# "Drive" really, really, cant wait for this to come out... Your thoughts ?



## shredguitar7 (Jun 23, 2011)

Drive (2011) - IMDb

been watching for this movie for some time, heard nothing but good things about it. cant fucking wait. sounds brutal and perfect.


----------



## Xaios (Jun 23, 2011)

Looks pretty decent. Ryan Gosling is a supremely underrated actor.


----------



## shredguitar7 (Jun 25, 2011)

you people no likey my choice in movies...


----------



## shredguitar7 (Sep 19, 2011)

so now that this movie came out and im a loser and i saw it 3 times already.. Flame me if you want, but this is my new all time favorite movie.... ever... the previews made it out to be an all out action car chase movie, which is not the case, and i knew that before hand so i was excited as fook to see this. Nicholas Winding Refn is one of my favorite directors, his movies arnt for everyone thats for sure, but i enjoy them. Everyone should just go give this movie a chance as it is more of a love story than anything, which im also fine with. just watch it and take it for what it is. i loved it. 

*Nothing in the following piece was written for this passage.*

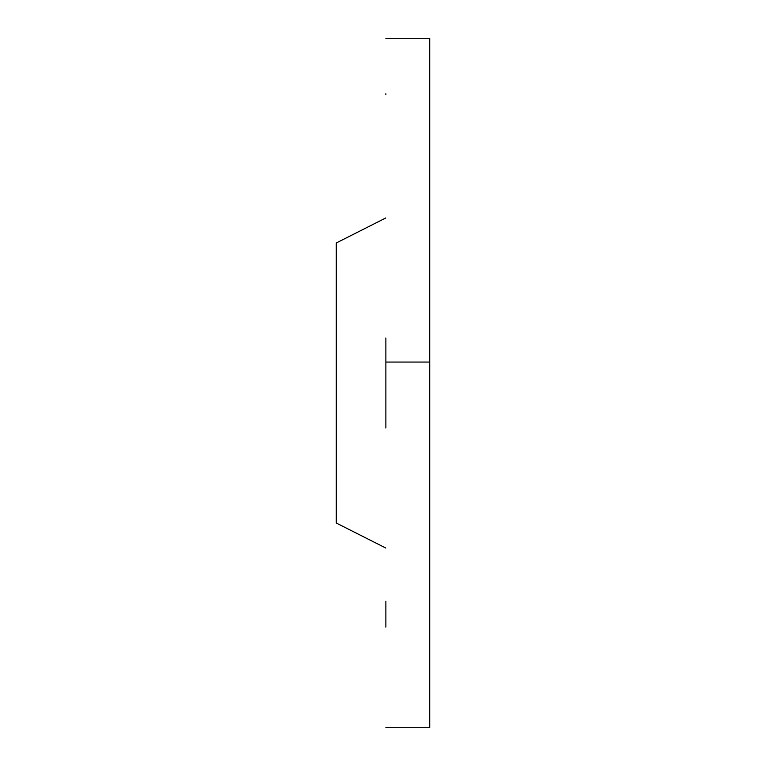 <?xml version="1.0" encoding="UTF-8"?>
<svg xmlns="http://www.w3.org/2000/svg" width="766" height="766" viewBox="0 0 766 766"><rect width="100%" height="100%" fill="white"/><g stroke="black" fill="none" stroke-linecap="round" stroke-linejoin="round"><path stroke-width="1.15" d="M385.873 428.012L385.873 337.988M385.873 93.73L385.873 94.783M385.873 601.262L385.873 627.124M385.873 38.3L429.707 38.3L429.707 727.7L385.873 727.7M429.707 601.262L429.707 121.516M385.873 217.927L336.293 242.966L336.293 523.034L385.873 548.073M429.707 487.415L429.707 278.585M429.707 368.628L429.707 397.372M429.707 362.069L385.873 362.069"/></g></svg>

its got some pretty brutal violence in it as well, so if your sqeemish, id say skip it. or close your eyes i guess. long drawn out silences where the characters dont have to say anything to convey what they are feeling.. a lot of people called this movie boring and stupid. and thats their opinion and i respect it. but they also admitted that they were expecting an action packed blockbuster like the transporter or fast and furious, i think people should just do research before attending a movie and they wouldnt be disappointed. the music was also spot on. call it cheesy but i loved it as well. cinematography was amazing as well. couple of scenes almost made me tear up, just a really gripping emotional movie, for me at least. hopefully others will enjoy it as much as i did.


----------



## Jarabowa (Sep 19, 2011)

shredguitar7 said:


> so now that this movie came out and im a loser and i saw it 3 times already.. Flame me if you want, but this is my new all time favorite movie.... ever... the previews made it out to be an all out action car chase movie, which is not the case, and i knew that before hand so i was excited as fook to see this. Nicholas Winding Refn is one of my favorite directors, his movies arnt for everyone thats for sure, but i enjoy them. Everyone should just go give this movie a chance as it is more of a love story than anything, which im also fine with. just watch it and take it for what it is. i loved it.
> 
> its got some pretty brutal violence in it as well, so if your sqeemish, id say skip it. or close your eyes i guess. long drawn out silences where the characters dont have to say anything to convey what they are feeling.. a lot of people called this movie boring and stupid. and thats their opinion and i respect it. but they also admitted that they were expecting an action packed blockbuster like the transporter or fast and furious, i think people should just do research before attending a movie and they wouldnt be disappointed. the music was also spot on. call it cheesy but i loved it as well. cinematography was amazing as well. couple of scenes almost made me tear up, just a really gripping emotional movie, for me at least. hopefully others will enjoy it as much as i did.



Amen brother. I just watched this yesterday and it's easily the best movie I've seen all year. It definitely exceeded my expectations, but I wouldn't recommend it to just anyone. Like you said, some people may find it boring if the come in expecting a balls to the walls action movie. It can be a little slow moving, but there's plenty of payoff, just like foreplay  That said, it has a certain tension that's missing from 90% of the movies that come out nowadays, I can't help but compare it to some of the Cohen Brothers movies in that aspect.


----------



## Blake1970 (Sep 19, 2011)

Yup watched the trailer last night. All be seeing this movie.


----------